Republican Party Platform Takes a Hard Turn on Trade

By Matthew McMullan
Jul 11 2016 |
Sometimes, you’ve just got to argue it out. Like if you’re on the GOP platform committee, or if you’re a red fox in an Alaskan wildlife preserve. | Photo by Robert Dreeszen

GOP’s official stance could be very “Trumpian.”

The Republicans are working out their official party platform right now. And CNN, an enterprising newsgathering upstart, got a hold of a first draft of the platform document.

A lot of its content is what you might call “the usual” from the GOP. But, as CNN notes:

The most substantial changes to the 2012 platform came on trade — a key issue for Trump where he has sparred with the U.S. Chamber of Commerce and other reliable conservative business backers. The new language sounds remarkably like Trump, though it stays away from some of his more inflammatory positions including renegotiating the North American Free Trade Agreement.

Here's a snippet of that language that is downright Trumpian:

We need better negotiated trade agreements that put America first. When trade agreements have been carefully negotiated with friendly democracies, they have resulted in millions of new jobs here at home supported by our exports. When those agreements do not adequately protect U.S. interests, or when they are violated with impunity, they must be rejected. We cannot allow foreign governments to limit American access to their markets while stealing our designs, patents, brands, know-how, and technology. We cannot allow China to continue its currency manipulation, exclusion of U.S. products from government purchases, and subsidization of Chinese companies to thwart American imports. The current administration’s way of dealing with these violations of world trade standards has been a virtual surrender.

That this is in the draft language of a bona fide GOP platform pretty remarkable. This kinda talk doesn’t go over well in some corners of the Republican establishment; the Chamber of Commerce is not a fan.

That’s not to say the free-trade-at-all-costs types are particularly enamored with Trump’s likely opponent, Hillary Clinton, either. The Democratic nominee has taken a trade-skeptical position this election season – presumably because her rival, Bernie Sanders, pushed her very hard on the issue.

And that’s not to say that either party has suddenly become vehemently opposed to trade deals: The platform committees for both rejected attempts to get anti-Trans-Pacific Partnership language into the drafts.
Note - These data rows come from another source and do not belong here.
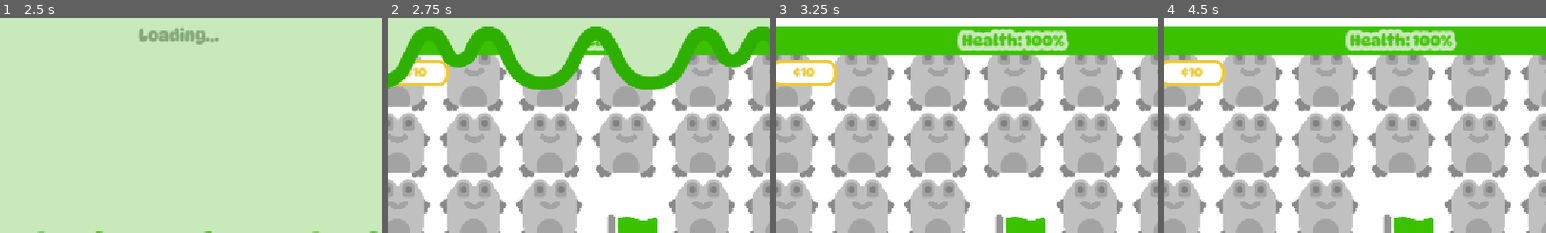
Above: before the commit, frames 1-4 (left to right).
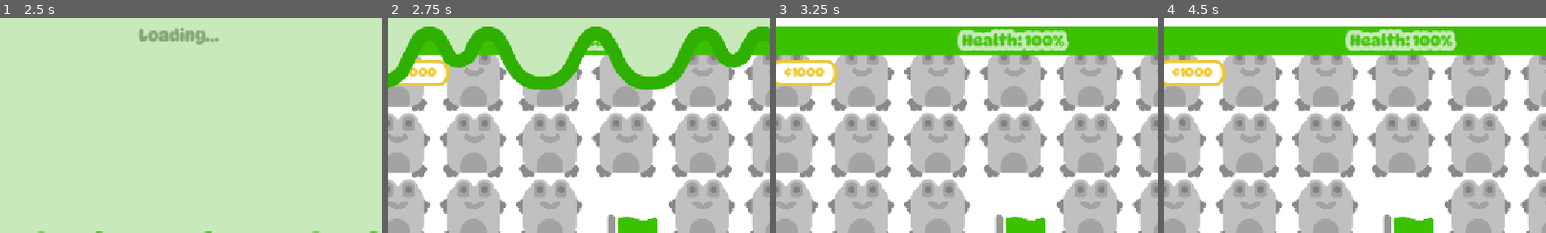
Above: after the commit, the same moments.

Repository: FluffyFishSlimy/food-frogs
Game: Godot game, scene res://scenes/main_menu.tscn
Two runs of this game, one before a commit and one after it. Both use one fixed random seed, a clock stepped at 60 frames per second and the inputs below.
Inputs:
- Up to frame 1 (2.5 s): click "Play" at 0.5 s; click "Play" at 1.25 s; click "Shop" at 2 s
- Up to frame 2 (2.75 s): no input
- Up to frame 3 (3.25 s): click "Recipe Book" at 2.75 s
- Up to frame 4 (4.5 s): click "x30" at 3.5 s; click "x30" at 4.25 s
The pictures show only the part of the screen within x 27-77%, y 0-50%; the shares and areas given below are measured in that part.

Frame 1 is identical in both runs. In frame 2, 0.2% of the frame differs, in the area x 4-13%, y 23-28%; in frame 3, 0.3%, in the area x 2-13%, y 23-28%; in frame 4, 0.3%.

Commit message:
Add box opening feature and update fruit mechanics
Introduces a box opening UI and animation, allowing players to obtain random fruits. Updates fruit properties to support bullet spread, scale, and multi-shot mechanics. Adds new assets for box and arrow graphics, and a tick sound effect. Refactors frog and bullet logic to handle new fruit mechanics, and improves coin spawn animation. Adjusts SFX volume and increases starting coins for testing.

Diff:
--- a/default_bus_layout.tres
+++ b/default_bus_layout.tres
@@ -5,7 +5,7 @@
 bus/1/solo = false
 bus/1/mute = false
 bus/1/bypass_fx = false
-bus/1/volume_db = -12.9785
+bus/1/volume_db = -6.91795
 bus/1/send = &"Master"
 bus/2/name = &"Music"
 bus/2/solo = false
--- a/scenes/bullet.gd
+++ b/scenes/bullet.gd
@@ -10,6 +10,7 @@
 
 func _on_body_entered(body: Node2D) -> void:
 	body.take_damage(bullet_damge)
+	SoundManager.play_sound('tick', randf_range(0.8, 1.2), -10)
 	if bullet_peice == false:
 		queue_free()
 
--- a/scenes/bullet.tscn
+++ b/scenes/bullet.tscn
@@ -21,7 +21,7 @@
 shape = SubResource("CircleShape2D_h1aey")
 
 [node name="timeout" type="Timer" parent="."]
-wait_time = 15.0
+wait_time = 8.0
 
 [node name="Panel" type="Panel" parent="."]
 anchors_preset = 8
--- a/scenes/coin.gd
+++ b/scenes/coin.gd
@@ -1,10 +1,14 @@
 extends Node2D
+@onready var animation_player: AnimationPlayer = $AnimationPlayer
 
 var speed = 300
 var collected = false
 
 func _ready() -> void:
 	rotation_degrees = randi_range(0, 360)
+	animation_player.play("spawn")
+	await animation_player.animation_finished
+	animation_player.play("passive")
 
 func _physics_process(delta: float) -> void:
 	if global_position.distance_to(get_global_mouse_position()) < 70:
--- a/scenes/coin.tscn
+++ b/scenes/coin.tscn
@@ -17,6 +17,18 @@
 "update": 0,
 "values": [Vector2(0.3, 0.3)]
 }
+tracks/1/type = "value"
+tracks/1/imported = false
+tracks/1/enabled = true
+tracks/1/path = NodePath(".:scale")
+tracks/1/interp = 1
+tracks/1/loop_wrap = true
+tracks/1/keys = {
+"times": PackedFloat32Array(0),
+"transitions": PackedFloat32Array(1),
+"update": 0,
+"values": [Vector2(1e-05, 1e-05)]
+}
 
 [sub_resource type="Animation" id="Animation_i64fm"]
 resource_name = "passive"
@@ -31,18 +43,37 @@
 tracks/0/loop_wrap = true
 tracks/0/keys = {
 "times": PackedFloat32Array(0, 0.2, 0.4),
-"transitions": PackedFloat32Array(1, 1, 1),
+"transitions": PackedFloat32Array(-2, -2, -2),
 "update": 0,
 "values": [Vector2(0.3, 0.3), Vector2(0.35, 0.35), Vector2(0.3, 0.3)]
+}
+
+[sub_resource type="Animation" id="Animation_d14el"]
+resource_name = "spawn"
+length = 0.2
+step = 0.1
+tracks/0/type = "value"
+tracks/0/imported = false
+tracks/0/enabled = true
+tracks/0/path = NodePath(".:scale")
+tracks/0/interp = 1
+tracks/0/loop_wrap = true
+tracks/0/keys = {
+"times": PackedFloat32Array(0, 0.2),
+"transitions": PackedFloat32Array(-2, -2),
+"update": 0,
+"values": [Vector2(1e-05, 1e-05), Vector2(1, 1)]
 }
 
 [sub_resource type="AnimationLibrary" id="AnimationLibrary_d14el"]
 _data = {
 &"RESET": SubResource("Animation_11l1o"),
-&"passive": SubResource("Animation_i64fm")
+&"passive": SubResource("Animation_i64fm"),
+&"spawn": SubResource("Animation_d14el")
 }
 
 [node name="coin" type="Node2D"]
+scale = Vector2(1e-05, 1e-05)
 script = ExtResource("1_i64fm")
 
 [node name="Sprite2D" type="Sprite2D" parent="."]
@@ -53,5 +84,4 @@
 libraries = {
 &"": SubResource("AnimationLibrary_d14el")
 }
-autoplay = "passive"
 speed_scale = 0.5
--- a/scenes/data.gd
+++ b/scenes/data.gd
@@ -16,6 +16,7 @@
 signal mixing_done
 signal update_tab_badge
 signal new_fruit_badge
+signal open_box
 
 var holding_fruit:bool = false
 var flag_pos:Vector2 = Vector2.ZERO
@@ -27,11 +28,12 @@
 var mix_fruit:Fruit
 var mixing:bool = false
 var mix_mode:String = "Mix"
+var is_opening_box:bool = false
 
 enum cheat_type {ALL_FRUIT, ONLY_BASE_FRUIT, NONE}
 var debug_type = cheat_type.ONLY_BASE_FRUIT
 
-var coins:int = 10
+var coins:int = 1000
 var wave:int = 0
 var fruit_mixer_progress:int = 0
 
@@ -108,7 +110,8 @@
 	return false
 
 func _ready() -> void:
-	test_rand_weights()
+	#test_rand_weights()
+	pass
 
 #func _process(delta: float) -> void:
 	#pass
--- a/scenes/frog.gd
+++ b/scenes/frog.gd
@@ -10,6 +10,7 @@
 @onready var click_detect: Button = $click_detect
 @onready var fruit_belly_icon: TextureRect = $frog_sprite/belly/fruit_icon
 @onready var frog_sprite: Control = $frog_sprite
+@onready var close_mouth: Timer = $close_mouth
 
 @export var is_hidden:bool = false
 @export var hover_outline:bool = true
@@ -120,13 +121,16 @@
 func _on_shoot_timer_timeout() -> void:
 	if shooting and enemies_in_range.is_empty() == false and fruit_eaten != null:
 		for spawner in bullet_spawners:
-			data.spawn_bullet.emit(spawner.global_position, spawner.global_transform, fruit_eaten)
-			SoundManager.play_sound("shoot", randf_range(0.8, 1.2), -15)
-			mouth_open.show()
-			mouth_smile.hide()
-			await get_tree().create_timer(0.2).timeout
-			mouth_open.hide()
-			mouth_smile.show()
+			if fruit_eaten.bullet_spread != 0:
+				spawner.rotation_degrees -= (fruit_eaten.bullet_spread * (fruit_eaten.bullets_shot+1))/2
+			for i in range(fruit_eaten.bullets_shot):
+				spawner.rotation_degrees += fruit_eaten.bullet_spread
+				data.spawn_bullet.emit(spawner.global_position, spawner.global_transform, fruit_eaten)
+				SoundManager.play_sound("shoot", randf_range(0.8, 1.2), -15)
+				mouth_open.show()
+				mouth_smile.hide()
+
+				close_mouth.start()
 
 func _on_enemy_detect_body_entered(body: Node2D) -> void:
 	enemies_in_range.append(body)
@@ -152,3 +156,8 @@
 
 func _on_times_pressed_reset_timeout() -> void:
 	times_pressed = 0
+
+
+func _on_close_mouth_timeout() -> void:
+	mouth_open.hide()
+	mouth_smile.show()
--- a/scenes/frog.tscn
+++ b/scenes/frog.tscn
@@ -541,6 +541,9 @@
 [node name="times_pressed_reset" type="Timer" parent="."]
 wait_time = 3.0
 
+[node name="close_mouth" type="Timer" parent="."]
+one_shot = true
+
 [connection signal="mouse_entered" from="." to="." method="_on_mouse_entered"]
 [connection signal="mouse_exited" from="." to="." method="_on_mouse_exited"]
 [connection signal="body_entered" from="enemy_detect" to="." method="_on_enemy_detect_body_entered"]
@@ -548,3 +551,4 @@
 [connection signal="timeout" from="shoot_timer" to="." method="_on_shoot_timer_timeout"]
 [connection signal="pressed" from="click_detect" to="." method="_on_click_detect_pressed"]
 [connection signal="timeout" from="times_pressed_reset" to="." method="_on_times_pressed_reset_timeout"]
+[connection signal="timeout" from="close_mouth" to="." method="_on_close_mouth_timeout"]
--- a/scenes/fruit_item.gd
+++ b/scenes/fruit_item.gd
@@ -18,6 +18,8 @@
 @export var override_icon:CompressedTexture2D
 var new_fruit = false
 var bought = false
+@export var box_item:bool = false
+var is_box_reward:bool = false
 
 @onready var normal_cost_label = cost_price.label_settings.duplicate()
 @onready var disabled_cost_label = normal_cost_label.duplicate()
@@ -25,6 +27,9 @@
 func _ready() -> void:
 	if override_fruit:
 		fruit_type = override_fruit
+
+	if box_item == true:
+		mouse_filter = MouseFilter.MOUSE_FILTER_IGNORE
 
 	add_button_animations()
 	update_info(fruit_type)
@@ -42,8 +47,9 @@
 
 	if is_recipe:
 		count.hide()
-		data.tab_change.connect(update_recipe_item)
-		data.new_fruit_badge.connect(show_badge)
+		if !box_item:
+			data.tab_change.connect(update_recipe_item)
+			data.new_fruit_badge.connect(show_badge)
 
 	if is_shop_item:
 		if override_fruit == null:
@@ -57,7 +63,12 @@
 	disabled_cost_label.font_color = Color("#4b4b4b")
 	disabled_cost_label.outline_color = Color("#dddddd")
 
+	if is_box_reward:
+		await get_tree().create_timer(0.3).timeout
+		mouse_filter = Control.MOUSE_FILTER_STOP
+
 func _process(_delta: float) -> void:
+
 	if is_shop_item:
 		if bought:
 			disabled = true
@@ -165,7 +176,16 @@
 		data.drag_stopped.emit()
 		data.holding_fruit = false
 	else:
-		if !is_big_display and !show_just_question_mark and !is_shop_item:
+		if is_box_reward:
+			data.is_opening_box = false
+			if fruit_type.has_been_discovered == false:
+				data.update_tab_badge.emit('Recipe Book', true)
+				data.new_fruit_badge.emit(fruit_type)
+			data.add_fruit_to_inv.emit(fruit_type)
+			if data.tab_selected == "Shop":
+				data.tab_selected = "Shop"
+				data.tab_change.emit()
+		if !is_big_display and !show_just_question_mark and !is_shop_item and !box_item:
 			if new_fruit:
 				new_fruit = false
 				var t2 = create_tween().set_trans(Tween.TRANS_CIRC)
@@ -191,6 +211,10 @@
 			if is_big_display == false:
 				data.add_fruit_to_inv.emit(fruit_type)
 
+			if is_big_display:
+				data.is_opening_box = true
+				data.open_box.emit()
+
 			SoundManager.play_sound("buy", randf_range(0.8, 1.2), 0)
 
 	t.tween_property(button, "scale", Vector2(1, 1), 0.1)
--- a/scenes/fruits/electro_carrot.tres
+++ b/scenes/fruits/electro_carrot.tres
@@ -7,14 +7,17 @@
 [resource]
 script = ExtResource("2_6uk4v")
 name = "Electro Carrot"
-desc = "Fruit Description"
+desc = "Shoots three balls of electricity"
 fruit_sprite = ExtResource("1_jbuf2")
 frog_color = Color(0.937255, 0.905882, 0.415686, 1)
 belly_icon = ExtResource("1_6uk4v")
+cost = 5
 has_been_discovered = false
-fruit_count = 0
 bullet_speed = 600
-bullet_damage = 1.0
+bullet_damage = 0.3
 attack_speed = 1.0
 bullet_peirce = false
+bullet_scale = 1.0
+bullet_spread = 10.0
+bullets_shot = 3
 metadata/_custom_type_script = "uid://bie4uo18q168e"
--- a/scenes/fruits/fire_pepper.tres
+++ b/scenes/fruits/fire_pepper.tres
@@ -7,14 +7,17 @@
 [resource]
 script = ExtResource("3_455gh")
 name = "Fire Pepper"
-desc = "Fruit Description"
+desc = "Shoots a big slow peircing fire ball"
 fruit_sprite = ExtResource("2_mj1oq")
 frog_color = Color(0.894118, 0.364706, 0.364706, 1)
 belly_icon = ExtResource("1_aphq2")
+cost = 5
 has_been_discovered = false
-fruit_count = 0
-bullet_speed = 600
-bullet_damage = 1.0
-attack_speed = 1.0
-bullet_peirce = false
+bullet_speed = 200
+bullet_damage = 2.0
+attack_speed = 2.0
+bullet_peirce = true
+bullet_scale = 2.0
+bullet_spread = 0.0
+bullets_shot = 1
 metadata/_custom_type_script = "uid://bie4uo18q168e"
--- a/scenes/fruits/fruit.gd
+++ b/scenes/fruits/fruit.gd
@@ -18,3 +18,6 @@
 @export var bullet_damage:float = 1
 @export var attack_speed:float = 1
 @export var bullet_peirce:bool = false
+@export var bullet_scale:float = 1
+@export var bullet_spread:float = 0
+@export var bullets_shot:int = 1
--- a/scenes/fruits/ice_apple.tres
+++ b/scenes/fruits/ice_apple.tres
@@ -7,14 +7,17 @@
 [resource]
 script = ExtResource("2_kn4t1")
 name = "Ice Apple"
-desc = "Fruit Description"
+desc = "Shoots ice balls rapidy"
 fruit_sprite = ExtResource("1_brrlm")
 frog_color = Color(0.333333, 0.658824, 0.945098, 1)
 belly_icon = ExtResource("1_kn4t1")
+cost = 5
 has_been_discovered = false
-fruit_count = 0
 bullet_speed = 600
-bullet_damage = 1.0
-attack_speed = 1.0
+bullet_damage = 0.3
+attack_speed = 0.3
 bullet_peirce = false
+bullet_scale = 1.0
+bullet_spread = 0.0
+bullets_shot = 1
 metadata/_custom_type_script = "uid://bie4uo18q168e"
--- a/scenes/game.gd
+++ b/scenes/game.gd
@@ -22,6 +22,7 @@
 	new_bullet.bullet_damge = fruit.bullet_damage
 	new_bullet.speed = fruit.bullet_speed
 	new_bullet.bullet_peice = fruit.bullet_peirce
+	new_bullet.scale = Vector2(fruit.bullet_scale, fruit.bullet_scale)
 
 	add_child(new_bullet)
 
--- a/scenes/game.tscn
+++ b/scenes/game.tscn
@@ -16,6 +16,8 @@
 [ext_resource type="Texture2D" uid="uid://c688ndkw7wbxc" path="res://assets/gear_icon.png" id="12_trtic"]
 [ext_resource type="PackedScene" uid="uid://hvnwc62eirpr" path="res://scenes/mixer.tscn" id="13_ca42v"]
 [ext_resource type="Resource" uid="uid://cw05hyh1opc62" path="res://scenes/fruits/food_box.tres" id="13_rysoc"]
+[ext_resource type="Texture2D" uid="uid://cdfy65rk7mai8" path="res://assets/box_500_x_500.png" id="14_rysoc"]
+[ext_resource type="Texture2D" uid="uid://begg31yuy17be" path="res://assets/arrow.png" id="15_ssvqc"]
 
 [sub_resource type="LabelSettings" id="LabelSettings_p57ef"]
 font = ExtResource("4_iywne")
@@ -104,6 +106,45 @@
 font_color = Color(0.236816, 0.757813, 0, 1)
 outline_size = 30
 
+[sub_resource type="Animation" id="Animation_ssvqc"]
+resource_name = "passive"
+length = 0.6
+loop_mode = 1
+step = 0.1
+tracks/0/type = "value"
+tracks/0/imported = false
+tracks/0/enabled = true
+tracks/0/path = NodePath("space:custom_minimum_size")
+tracks/0/interp = 1
+tracks/0/loop_wrap = true
+tracks/0/keys = {
+"times": PackedFloat32Array(0, 0.3, 0.6),
+"transitions": PackedFloat32Array(1, 1, 1),
+"update": 0,
+"values": [Vector2(0, 0), Vector2(12, 0), Vector2(0, 0)]
+}
+
+[sub_resource type="Animation" id="Animation_264po"]
+length = 0.001
+tracks/0/type = "value"
+tracks/0/imported = false
+tracks/0/enabled = true
+tracks/0/path = NodePath("space:custom_minimum_size")
+tracks/0/interp = 1
+tracks/0/loop_wrap = true
+tracks/0/keys = {
+"times": PackedFloat32Array(0),
+"transitions": PackedFloat32Array(1),
+"update": 0,
+"values": [Vector2(0, 0)]
+}
+
+[sub_resource type="AnimationLibrary" id="AnimationLibrary_1kice"]
+_data = {
+&"RESET": SubResource("Animation_264po"),
+&"passive": SubResource("Animation_ssvqc")
+}
+
 [sub_resource type="StyleBoxFlat" id="StyleBoxFlat_gee14"]
 bg_color = Color(0.784314, 0.913725, 0.72549, 1)
 border_width_left = 10
@@ -342,6 +383,7 @@
 columns = 2
 
 [node name="lab_stuff" type="Control" parent="ui/fruit_panel"]
+visible = false
 layout_mode = 1
 anchors_preset = 15
 anchor_right = 1.0
@@ -578,6 +620,100 @@
 [node name="fruit_item4" parent="ui/fruit_panel/shop/VBoxContainer/item_container" instance=ExtResource("6_p57ef")]
 layout_mode = 2
 is_shop_item = true
+
+[node name="box_opening" type="Control" parent="ui/fruit_panel"]
+layout_mode = 1
+anchors_preset = 15
+anchor_right = 1.0
+anchor_bottom = 1.0
+grow_horizontal = 2
+grow_vertical = 2
+
+[node name="scroll_wheel_clip" type="ColorRect" parent="ui/fruit_panel/box_opening"]
+clip_children = 1
+layout_mode = 1
+anchors_preset = 15
+anchor_right = 1.0
+anchor_bottom = 1.0
+offset_top = 10.0
+offset_bottom = -55.0
+grow_horizontal = 2
+grow_vertical = 2
+mouse_filter = 2
+
+[node name="scroll_wheel" type="VBoxContainer" parent="ui/fruit_panel/box_opening/scroll_wheel_clip"]
+layout_mode = 1
+anchors_preset = 8
+anchor_left = 0.5
+anchor_top = 0.5
+anchor_right = 0.5
+anchor_bottom = 0.5
+offset_left = -30.0
+offset_top = 239.0
+offset_right = 30.0
+offset_bottom = 3659.0
+grow_horizontal = 2
+grow_vertical = 2
+mouse_filter = 2
+theme_override_constants/separation = 10
+
+[node name="box" type="TextureRect" parent="ui/fruit_panel/box_opening"]
+layout_mode = 1
+anchors_preset = 7
+anchor_left = 0.5
+anchor_top = 1.0
+anchor_right = 0.5
+anchor_bottom = 1.0
+offset_left = -59.5
+offset_top = -136.0
+offset_right = 59.5
+offset_bottom = -17.0
+grow_horizontal = 2
+grow_vertical = 0
+texture = ExtResource("14_rysoc")
+expand_mode = 1
+
+[node name="arrows" type="HBoxContainer" parent="ui/fruit_panel/box_opening"]
+modulate = Color(0.235294, 0.756863, 0, 1)
+layout_mode = 1
+anchors_preset = 8
+anchor_left = 0.5
+anchor_top = 0.5
+anchor_right = 0.5
+anchor_bottom = 0.5
+offset_left = -72.5
+offset_top = -77.5
+offset_right = 72.5
+offset_bottom = -27.5
+grow_horizontal = 2
+grow_vertical = 2
+mouse_filter = 2
+theme_override_constants/separation = 30
+
+[node name="left_arrow" type="TextureRect" parent="ui/fruit_panel/box_opening/arrows"]
+custom_minimum_size = Vector2(50, 50)
+layout_mode = 2
+mouse_filter = 2
+texture = ExtResource("15_ssvqc")
+expand_mode = 1
+
+[node name="space" type="Control" parent="ui/fruit_panel/box_opening/arrows"]
+layout_mode = 2
+mouse_filter = 2
+
+[node name="right_arrow" type="TextureRect" parent="ui/fruit_panel/box_opening/arrows"]
+custom_minimum_size = Vector2(50, 50)
+layout_mode = 2
+mouse_filter = 2
+texture = ExtResource("15_ssvqc")
+expand_mode = 1
+flip_h = true
+
+[node name="AnimationPlayer" type="AnimationPlayer" parent="ui/fruit_panel/box_opening/arrows"]
+libraries = {
+&"": SubResource("AnimationLibrary_1kice")
+}
+autoplay = "passive"
 
 [node name="health" type="ProgressBar" parent="ui"]
 anchors_preset = 10
--- a/scenes/panel_tab.gd
+++ b/scenes/panel_tab.gd
@@ -12,11 +12,12 @@
 	tab_name_label.scale = Vector2(0, 0)
 	self_modulate = Color('#ffffff')
 	data.tab_change.connect(tab_changed)
-	data.tab_change.emit()
+	#data.tab_change.emit()
 	data.update_tab_badge.connect(update_tab_badge)
 
 func update_tab_badge(tab_name_for_upt, show_badge):
-	if tab_name == tab_name_for_upt:
+	#print('Tab: ' + tab_name_for_upt + " badge: " + str(show_badge))
+	if tab_name == "Recipe Book":
 		if show_badge:
 			var t = create_tween().set_trans(Tween.TRANS_CIRC)
 			t.tween_property(badge, 'scale', Vector2(1, 1), 0.3)
@@ -28,7 +29,8 @@
 	self_modulate = Color('#ffffff')
 	if data.tab_selected == tab_name:
 		self_modulate = Color('#d0f0c2')
-	data.update_tab_badge.emit(tab_name, false)
+	if data.tab_selected == "Recipe Book":
+		data.update_tab_badge.emit(tab_name, false)
 
 func _on_mouse_entered() -> void:
 	var t = create_tween().set_trans(Tween.TRANS_CIRC)
--- a/scenes/sound_manager.tscn
+++ b/scenes/sound_manager.tscn
@@ -15,6 +15,7 @@
 [ext_resource type="AudioStream" uid="uid://c8vbevlsolhto" path="res://assets/sfx/mixer_ding.wav" id="13_74mgu"]
 [ext_resource type="AudioStream" uid="uid://j6oyd462lx6w" path="res://assets/sfx/mix.wav" id="14_s8vuo"]
 [ext_resource type="AudioStream" uid="uid://d4es3emub1hw8" path="res://assets/sfx/buy.wav" id="15_wcfih"]
+[ext_resource type="AudioStream" uid="uid://ctck5spweqj26" path="res://assets/sfx/tick.wav" id="16_laeq7"]
 
 [node name="SoundManager" type="Node"]
 script = ExtResource("1_gbdfy")
@@ -83,3 +84,8 @@
 stream = ExtResource("15_wcfih")
 max_polyphony = 10
 bus = &"SFX"
+
+[node name="tick" type="AudioStreamPlayer" parent="."]
+stream = ExtResource("16_laeq7")
+max_polyphony = 2
+bus = &"SFX"
--- a/scenes/ui.gd
+++ b/scenes/ui.gd
@@ -19,6 +19,8 @@
 @onready var shop_stuff: Control = $fruit_panel/shop
 @onready var coins_num: Label = $stats_container/coins_panel/HBoxContainer/coins_num
 @onready var coins_panel: Panel = $stats_container/coins_panel
+@onready var box_opening: Control = $fruit_panel/box_opening
+@onready var scroll_wheel: VBoxContainer = $fruit_panel/box_opening/scroll_wheel_clip/scroll_wheel
 
 @onready var fruit_item = preload("res://scenes/fruit_item.tscn")
 
@@ -37,6 +39,7 @@
 	data.mixer_updated.connect(mix_or_unmix)
 	data.mixing_done.connect(update_recipe_info)
 	data.coin_picked_up.connect(bump_coin_counter)
+	data.open_box.connect(open_box)
 
 	# Manually add in some fruits
 	if data.debug_type== data.cheat_type.ALL_FRUIT:
@@ -142,6 +145,54 @@
 	recipe_container.hide()
 	recipe_info.show()
 
+func open_box():
+	var not_gotten_fruit = []
+
+	scroll_wheel.position.y = -29
+	var fruit_gotten
+
+	for child in scroll_wheel.get_children():
+		child.queue_free()
+	for i in range(46):
+		var new_fruit = fruit_item.instantiate()
+		new_fruit.fruit_type = data.get_rand_fruit_weighted()
+		new_fruit.is_recipe = true
+		new_fruit.recipe_discovered = true
+		new_fruit.box_item = true
+		if i == 40:
+			fruit_gotten = new_fruit
+			new_fruit.is_box_reward = true
+		else:
+			not_gotten_fruit.append(new_fruit)
+		scroll_wheel.add_child(new_fruit)
+
+
+	shop_stuff.hide()
+	box_opening.show()
+	var t = create_tween().set_trans(Tween.TRANS_CIRC)
+	var target_y = -2583.0
+
+	# Tween the position over 2 seconds
+	t.tween_method(_update_scroll_y, scroll_wheel.position.y, target_y, 2)
+	await t.finished
+
+	for fruit_item in not_gotten_fruit:
+		#fruit_item.disabled = true
+		var t2 = create_tween().set_trans(Tween.TRANS_CIRC)
+		t2.tween_property(fruit_item, "modulate", Color("#bababa"), 0.3)
+
+	SoundManager.play_sound('mixer_ding', randf_range(0.9, 1.1), 0)
+	await get_tree().create_timer(0.3).timeout
+
+var last_sound_y = -29
+var sound_interval = 65
+
+func _update_scroll_y(value):
+	scroll_wheel.position.y = value
+	if abs(value - last_sound_y) >= sound_interval:
+		last_sound_y = value
+		SoundManager.play_sound("button_hover", randf_range(0.9, 1.1), 0)
+
 func chage_tabs():
 	# Hide all otehr tabs firs
 	fruit_container.hide()
@@ -149,6 +200,7 @@
 	recipe_container.hide()
 	recipe_info.hide()
 	shop_stuff.hide()
+	box_opening.hide()
 	scroll_container.size.y = 368 # 580
 	scroll_container.scroll_vertical = 0
 
@@ -165,7 +217,10 @@
 			recipe_container.show()
 		scroll_container.size.y = 580 # 580
 	if data.tab_selected == "Shop":
-		shop_stuff.show()
+		if data.is_opening_box:
+			box_opening.show()
+		else:
+			shop_stuff.show()
 
 func _physics_process(_delta: float) -> void:
 	health_bar.value = lerp(health_bar.value, data.health, 0.2)
Binary file added: assets/arrow.png
Not shown, added: assets/arrow.png.import
Binary file added: assets/box_500_x_500.png
Not shown, added: assets/box_500_x_500.png.import
Not shown, added: assets/sfx/tick.wav.import
Not shown: 1 places in scenes/coin.tscn that only renumber resources
Not shown: 1 places in scenes/game.tscn that only renumber resources
Not shown: 1 places in scenes/sound_manager.tscn that only renumber resources
Not shown, added: assets/sfx/tick.wav

But still: The polling, particularly in swing states, backs up the calls for trade skepticism. Whether or not explicit, yes-or-no language is included in either party’s platforms, voters are clearly concerned that American jobs – often manufacturing jobs – are put at risk by our government’s current approach to trade policy.

If they weren’t, no one would be talking about this so seriously in 2016, and Donald Trump wouldn’t be poised to win the presidential nomination of the Republican party.

Anyway, the drafting continues. So let ’em know: Pro-manufacturing policy deserves a place in their platforms.